---------- RECORDS FOR THIS EXERCISE ----------
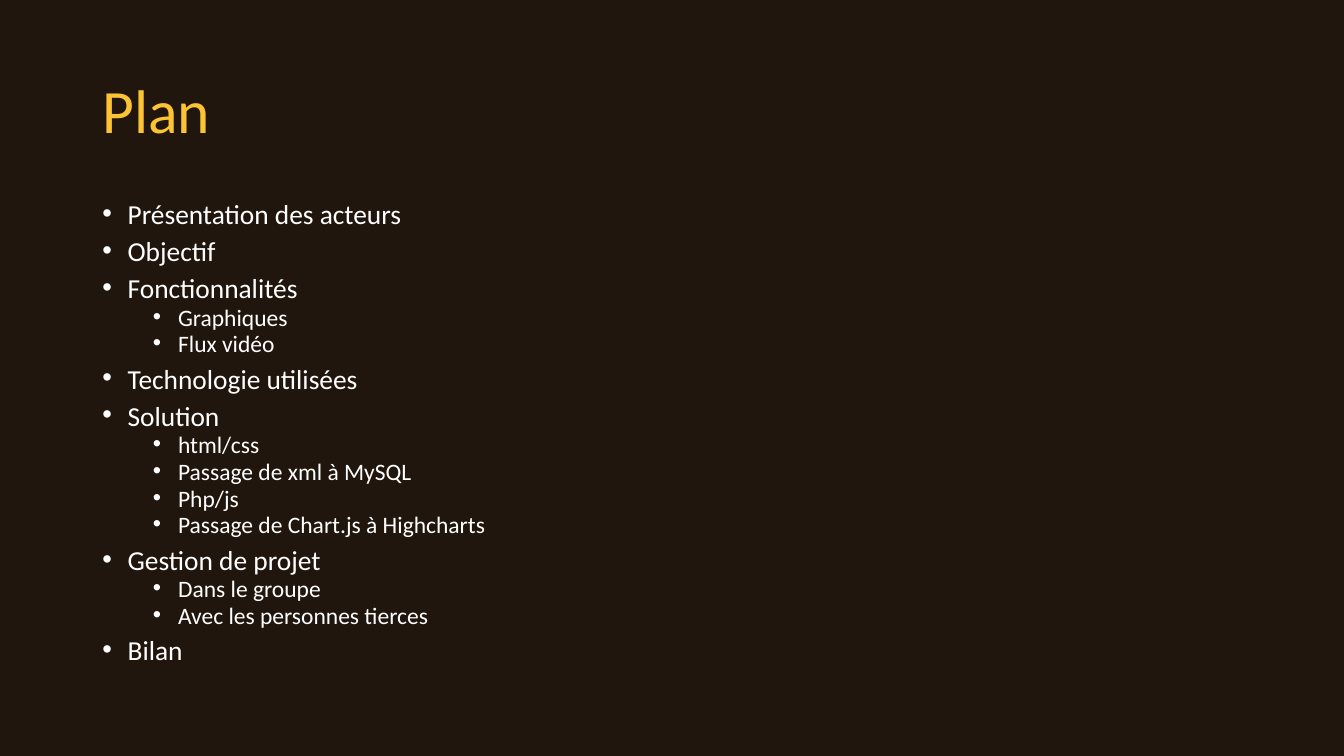
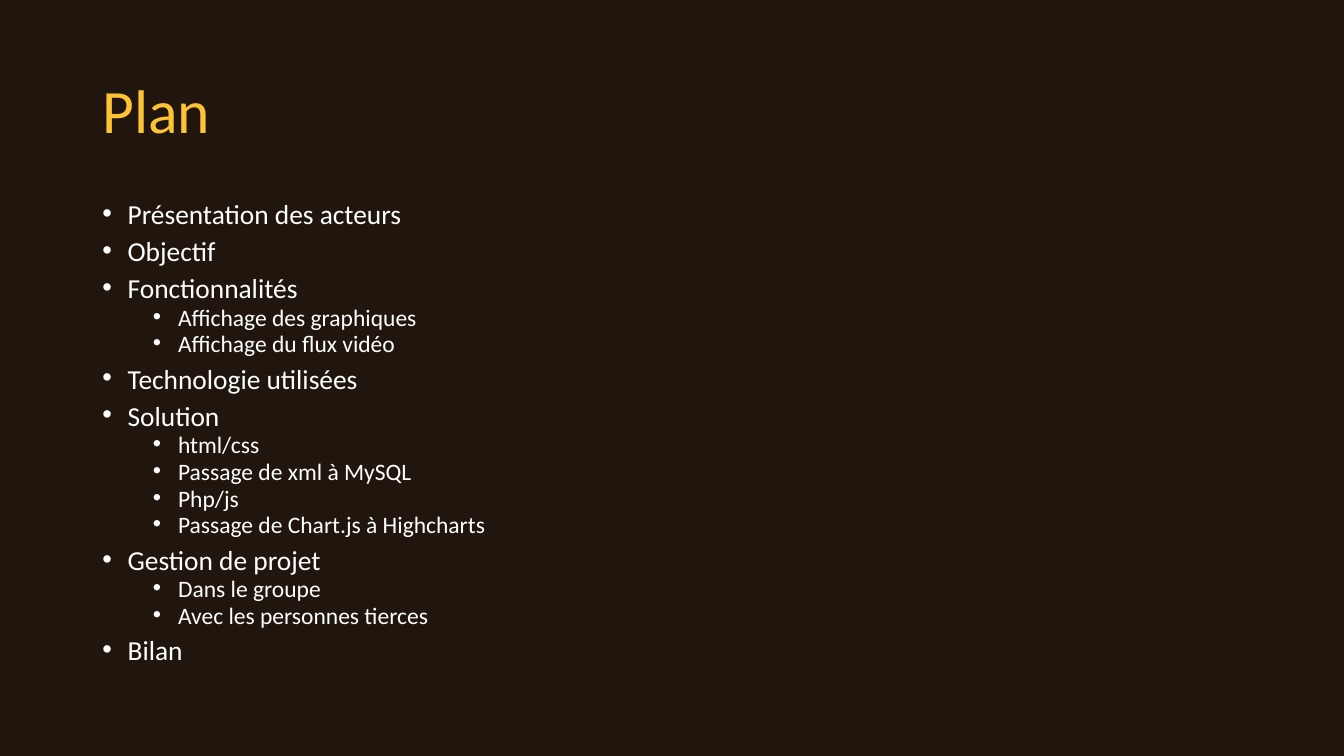
Before and after one commit to gdgaetan/openbee, a slide deck: slide 2 of présentation/présentation.pptx. Drawn at 1344x756 pixels with LibreOffice and Linux fonts; fonts in the diff are those of the drawing; background and template pictures are left out. Boxes give left, top, right and bottom in pixels: in the first picture for what was removed or moved away, otherwise in the second. Text is boxed around its words. In the diff, an @@ line names an element or a change of style, - is before the commit and + after.

```diff
--- a/présentation/présentation.pptx
+++ b/présentation/présentation.pptx
@@ text at [178, 309, 417, 356]: text changed @@
-  • Graphiques
-  • Flux vidéo
+  • Affichage des graphiques
+  • Affichage du flux vidéo
```
Also in this commit, not shown: 2 other slides changed.
----------
**PROBLEM REQUIREMENTS**
All of the data should come back exactly as written, but without pictures.

**SOLUTION**
Before and after one commit to gdgaetan/openbee, a slide deck: slide 2 of présentation/présentation.pptx. Drawn at 1344x756 pixels with LibreOffice and Linux fonts; fonts in the diff are those of the drawing; background and template pictures are left out. Boxes give left, top, right and bottom in pixels: in the first picture for what was removed or moved away, otherwise in the second. Text is boxed around its words. In the diff, an @@ line names an element or a change of style, - is before the commit and + after.

```diff
--- a/présentation/présentation.pptx
+++ b/présentation/présentation.pptx
@@ text at [178, 309, 417, 356]: text changed @@
-  • Graphiques
-  • Flux vidéo
+  • Affichage des graphiques
+  • Affichage du flux vidéo
```
Also in this commit, not shown: 2 other slides changed.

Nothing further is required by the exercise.